07 Apr 2014
Brian on Data Migration
Brian Reischl, my former co-worker at Sepia Labs — and cyborg in charge of web services — emailed me after I mentioned that to do a migration I’d “stop the world” first.
(Brian also wrote Stupid Feed Tricks, which, if you’re a fan of the horror genre, is worth reading.)
Brian’s Words Are Below
Pretty much any migration can be done without stopping the world. You migrate in steps, with double writes and double reads at some points. Here’s the general outline:
- Build your new data store. This could be an entirely new technology (NoSQL, different RDBMS), a new server, or even a new table structure in your existing database.
- Change your code to write to both the old and the new data store, but continue to read from the old store only. Be sure to capture errors from the new system so that they don’t affect your users, and log them out so you can fix them.
- Copy your data from the old to new store. But note that the copy process must take into account that some data will have already been written, so it can’t expect an empty store to write to. It also has to account for ongoing changes from your production system. So, for example, if you took a SQL backup of the old store and applied it to your new store, any changes that happened during the backup/restore might be lost.
- At this point your old and new stores should be kept in sync automatically. You want to run this way for a while to debug the new store, and ensure that the data stores remain in sync. You may want to run checks to ensure they’re kept in sync. One option is to read from both stores, compare the results and log errors, but then discard results from the new store and only use the results from the old store.
- Switch to reading from the new store. You can make the change all at once, or slowly (eg, 25% reads go to new store, 75% old, then 50/50, and so on). Making the change slowly will be more time consuming, but it may reveal any performance or scalability issues before they become a major problem.

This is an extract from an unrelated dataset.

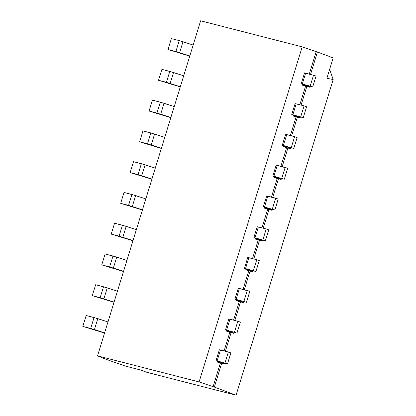 <?xml version="1.0" encoding="UTF-8"?>
<svg xmlns="http://www.w3.org/2000/svg" width="416" height="416" viewBox="0 0 416 416"><rect width="100%" height="100%" fill="white"/><g stroke="black" fill="none" stroke-linecap="round" stroke-linejoin="round"><path stroke-width="0.62" d="M140.052 369.85L125.315 366.07L105.789 359.211L97.542 355.862L199.103 381.93L214.354 387.078L236.07 395.2L146.765 372.278L140.052 369.85L125.315 366.07L105.789 359.211L97.542 355.862L200.616 20.8L302.182 46.868L317.434 52.016L333.159 57.897L326.888 78.281L333.159 57.897L317.434 52.016L310.57 74.334L317.434 52.016L316.16 51.688L309.296 74.006L316.16 51.688L302.182 46.868L199.103 381.93L214.354 387.078L236.07 395.2L333.185 79.524L326.888 78.281L333.185 79.524L236.07 395.2L146.765 372.278L140.052 369.85M304.71 72.977L305.666 73.076L302.312 83.975L312.712 86.908L304.829 84.885L309.561 87.168L306.81 86.538L301.101 105.102L306.81 86.538L305.542 86.211L299.827 104.775L305.542 86.211L302.541 85.181L302.744 84.536L302.541 85.181L305.926 86.05L301.356 83.876L312.712 86.908L304.829 84.885L309.4 87.058L305.542 86.211L302.541 85.181L305.926 86.05L301.194 83.767L304.548 72.868L316.066 76.008L305.666 73.076L302.312 83.975L301.194 83.767M300.097 117.936L297.346 117.307L291.637 135.871L297.346 117.307L296.072 116.979L290.363 135.543L296.072 116.979L293.077 115.95L293.275 115.305L293.077 115.95L296.457 116.818L291.892 114.644L303.248 117.676L295.365 115.653L299.931 117.827L296.072 116.979L293.077 115.95L296.457 116.818L291.73 114.535L295.084 103.636L304.08 105.867L306.602 106.777L303.248 117.676L295.365 115.653L299.931 117.827L300.217 116.901L300.097 117.936L300.399 116.948M290.633 148.704L287.882 148.075L282.173 166.639L287.882 148.075L286.608 147.748L280.899 166.312L286.608 147.748L283.613 146.718L283.811 146.073L283.613 146.718L286.993 147.586L282.428 145.413L293.779 148.444L285.901 146.422L290.467 148.595L286.608 147.748L283.613 146.718L286.993 147.586L282.261 145.304L285.615 134.404L294.616 136.635L297.133 137.545L293.779 148.444L285.901 146.422L290.467 148.595L290.753 147.67L290.633 148.704L290.935 147.716M281.164 179.473L278.418 178.844L272.704 197.408L278.418 178.844L277.144 178.516L271.43 197.08L277.144 178.516L274.149 177.486L274.347 176.842L274.149 177.486L277.529 178.355L272.958 176.181L284.315 179.213L276.437 177.19L281.003 179.364L277.144 178.516L274.149 177.486L277.529 178.355L272.797 176.072L276.151 165.173L287.669 168.314L284.315 179.213L276.437 177.19L281.003 179.364L281.289 178.438L281.164 179.473L281.471 178.485M271.7 210.241L268.949 209.612L263.24 228.176L268.949 209.612L267.675 209.284L261.966 227.848L267.675 209.284L264.68 208.255L264.878 207.61L264.68 208.255L268.06 209.118L263.494 206.95L274.851 209.981L266.968 207.958L271.539 210.132L267.675 209.284L264.68 208.255L268.06 209.118L263.333 206.84L266.687 195.941L278.205 199.082L274.851 209.981L266.968 207.958L271.539 210.132L271.82 209.206L271.7 210.241L272.007 209.253M262.236 241.01L259.485 240.38L253.776 258.944L259.485 240.38L258.211 240.053L252.502 258.617L258.211 240.053L255.216 239.023L255.414 238.378L255.216 239.023L258.596 239.886L254.03 237.718L265.382 240.75L257.504 238.727L262.07 240.9L258.211 240.053L255.216 239.023L258.596 239.886L253.864 237.609L257.218 226.71L266.219 228.94L268.736 229.85L265.382 240.75L257.504 238.727L262.07 240.9L262.356 239.975L262.236 241.01L262.538 240.022M252.772 271.778L250.021 271.149L244.306 289.713L250.021 271.149L248.747 270.821L243.038 289.385L248.747 270.821L245.752 269.792L245.95 269.147L245.752 269.792L249.132 270.655L244.566 268.486L255.918 271.518L248.04 269.495L252.606 271.669L248.747 270.821L245.752 269.792L249.132 270.655L244.4 268.377L247.754 257.478L256.755 259.709L259.272 260.619L255.918 271.518L248.04 269.495L252.606 271.669L252.892 270.743L252.772 271.778L253.074 270.79M243.303 302.546L240.552 301.917L234.842 320.481L240.552 301.917L239.278 301.59L233.568 320.154L239.278 301.59L236.283 300.56L236.48 299.915L236.283 300.56L239.668 301.423L235.097 299.255L246.454 302.286L238.571 300.264L243.142 302.437L239.278 301.59L236.283 300.56L239.668 301.423L234.936 299.146L238.29 288.246L249.808 291.387L246.454 302.286L238.571 300.264L243.142 302.437L243.422 301.512L243.303 302.546L243.61 301.558M233.839 333.315L231.088 332.686L225.378 351.25L231.088 332.686L229.814 332.358L224.104 350.922L229.814 332.358L226.819 331.328L227.016 330.684L226.819 331.328L230.199 332.192L225.633 330.023L236.985 333.055L229.107 331.032L233.672 333.206L229.814 332.358L226.819 331.328L230.199 332.192L225.467 329.914L228.821 319.015L237.822 321.246L240.339 322.156L236.985 333.055L229.107 331.032L233.672 333.206L233.958 332.28L233.839 333.315L234.14 332.327M224.375 364.083L221.624 363.454L214.354 387.078L221.624 363.454L220.35 363.126L213.08 386.75L220.35 363.126L217.355 362.097L217.552 361.452L217.355 362.097L220.735 362.96L216.169 360.792L227.521 363.823L219.643 361.8L224.208 363.974L220.35 363.126L217.355 362.097L220.735 362.96L216.003 360.682L219.357 349.778L228.358 352.014L230.875 352.924L227.521 363.823L219.643 361.8L224.208 363.974L224.494 363.048L224.375 364.083L224.676 363.095M329.628 69.368L333.185 79.524L329.628 69.368M171.361 38.6L179.239 40.622L193.159 45.042L182.983 41.73L179.629 52.634L189.805 55.947L175.885 51.527L179.629 52.634L182.983 41.73L179.239 40.622L171.361 38.6L168.007 49.504L175.885 51.527L179.239 40.622L175.885 51.527L168.007 49.504L171.361 38.6M104.556 333.044L82.815 326.42L94.442 329.55L104.614 332.862L90.693 328.442L94.047 317.538L107.968 321.958L97.796 318.646L94.442 329.55L97.796 318.646L86.169 315.515L94.047 317.538L90.693 328.442L82.815 326.42L86.169 315.515L82.815 326.42L104.556 333.044M219.523 349.892L220.48 349.991L217.126 360.89L227.521 363.823L230.875 352.924L228.358 352.014L225.004 362.913L228.358 352.014L220.48 349.991L217.126 360.89L216.003 360.682M114.026 302.276L92.279 295.651L100.162 297.674L114.083 302.094L100.162 297.674L103.516 286.77L117.437 291.19L107.26 287.877L103.906 298.782L107.26 287.877L95.633 284.747L103.516 286.77L100.162 297.674L92.279 295.651L95.633 284.747L92.279 295.651L114.026 302.276M228.987 319.124L229.944 319.223L226.59 330.122L236.985 333.055L240.339 322.156L237.822 321.246L234.468 332.145L237.822 321.246L229.944 319.223L226.59 330.122L225.467 329.914M123.49 271.508L101.748 264.883L109.626 266.906L123.547 271.326L109.626 266.906L112.98 256.001L126.901 260.421L116.724 257.109L113.37 268.013L116.724 257.109L105.102 253.978L112.98 256.001L109.626 266.906L101.748 264.883L105.102 253.978L101.748 264.883L123.49 271.508M238.451 288.356L239.408 288.454L236.054 299.354L246.454 302.286L249.808 291.387L247.286 290.477L243.937 301.376L247.286 290.477L239.408 288.454L236.054 299.354L234.936 299.146M132.954 240.739L111.212 234.114L119.09 236.137L133.011 240.557L119.09 236.137L122.444 225.233L136.365 229.653L126.188 226.34L122.834 237.245L126.188 226.34L114.566 223.21L122.444 225.233L119.09 236.137L111.212 234.114L114.566 223.21L111.212 234.114L132.954 240.739M247.92 257.587L248.872 257.686L245.518 268.585L255.918 271.518L259.272 260.619L256.755 259.709L253.401 270.608L256.755 259.709L248.872 257.686L245.518 268.585L244.4 268.377M142.423 209.971L120.676 203.346L128.56 205.369L142.475 209.789L128.56 205.369L131.914 194.464L145.829 198.884L135.658 195.572L132.304 206.476L135.658 195.572L124.03 192.442L131.914 194.464L128.56 205.369L120.676 203.346L124.03 192.442L120.676 203.346L142.423 209.971M257.384 226.819L258.341 226.918L254.987 237.817L265.382 240.75L268.736 229.85L266.219 228.94L262.865 239.84L266.219 228.94L258.341 226.918L254.987 237.817L253.864 237.609M151.887 179.202L130.146 172.578L138.024 174.6L151.944 179.02L138.024 174.6L141.378 163.696L155.298 168.116L145.122 164.804L141.768 175.708L145.122 164.804L133.494 161.673L141.378 163.696L138.024 174.6L130.146 172.578L133.494 161.673L130.146 172.578L151.887 179.202M266.848 196.05L267.805 196.149L264.451 207.048L274.851 209.981L278.205 199.082L275.683 198.172L272.329 209.071L275.683 198.172L267.805 196.149L264.451 207.048L263.333 206.84M161.351 148.434L139.61 141.809L147.488 143.832L161.408 148.252L147.488 143.832L150.842 132.928L164.762 137.348L154.586 134.035L151.232 144.94L154.586 134.035L142.964 130.905L150.842 132.928L147.488 143.832L139.61 141.809L142.964 130.905L139.61 141.809L161.351 148.434M276.312 165.282L277.269 165.381L273.915 176.28L284.315 179.213L287.669 168.314L285.152 167.404L281.798 178.303L285.152 167.404L277.269 165.381L273.915 176.28L272.797 176.072M170.815 117.666L149.074 111.041L160.701 114.171L170.872 117.484L156.952 113.064L160.306 102.159L174.226 106.579L164.055 103.267L160.701 114.171L164.055 103.267L152.428 100.136L160.306 102.159L156.952 113.064L149.074 111.041L152.428 100.136L149.074 111.041L170.815 117.666M285.782 134.514L286.738 134.612L283.384 145.512L293.779 148.444L297.133 137.545L294.616 136.635L291.262 147.534L294.616 136.635L286.738 134.612L283.384 145.512L282.261 145.304M180.284 86.897L158.538 80.272L166.421 82.295L180.341 86.715L166.421 82.295L169.775 71.391L183.695 75.811L173.519 72.498L170.165 83.403L173.519 72.498L161.892 69.368L169.775 71.391L166.421 82.295L158.538 80.272L161.892 69.368L158.538 80.272L180.284 86.897M295.246 103.745L296.202 103.844L292.848 114.743L303.248 117.676L306.602 106.777L304.08 105.867L300.726 116.766L304.08 105.867L296.202 103.844L292.848 114.743L291.73 114.535M189.748 56.129L168.007 49.504L189.748 56.129M310.196 85.998L313.55 75.098L310.196 85.998M312.712 86.908L316.066 76.008L312.712 86.908M309.4 87.058L309.681 86.133L309.4 87.058M97.542 355.862L199.103 381.93L302.182 46.868L200.616 20.8L97.542 355.862M309.561 87.168L309.868 86.18"/></g></svg>

- Eventually you should be reading only from the new store, and have developed confidence that it’s working properly. Now you can change your code to remove all references to the old store.
- Delete the old store.
Obviously this is far more time consuming than a “stop the world” migration. In return, it gives you a chance to develop confidence in your new system before depending on it fully, and allows you to make the change with zero downtime.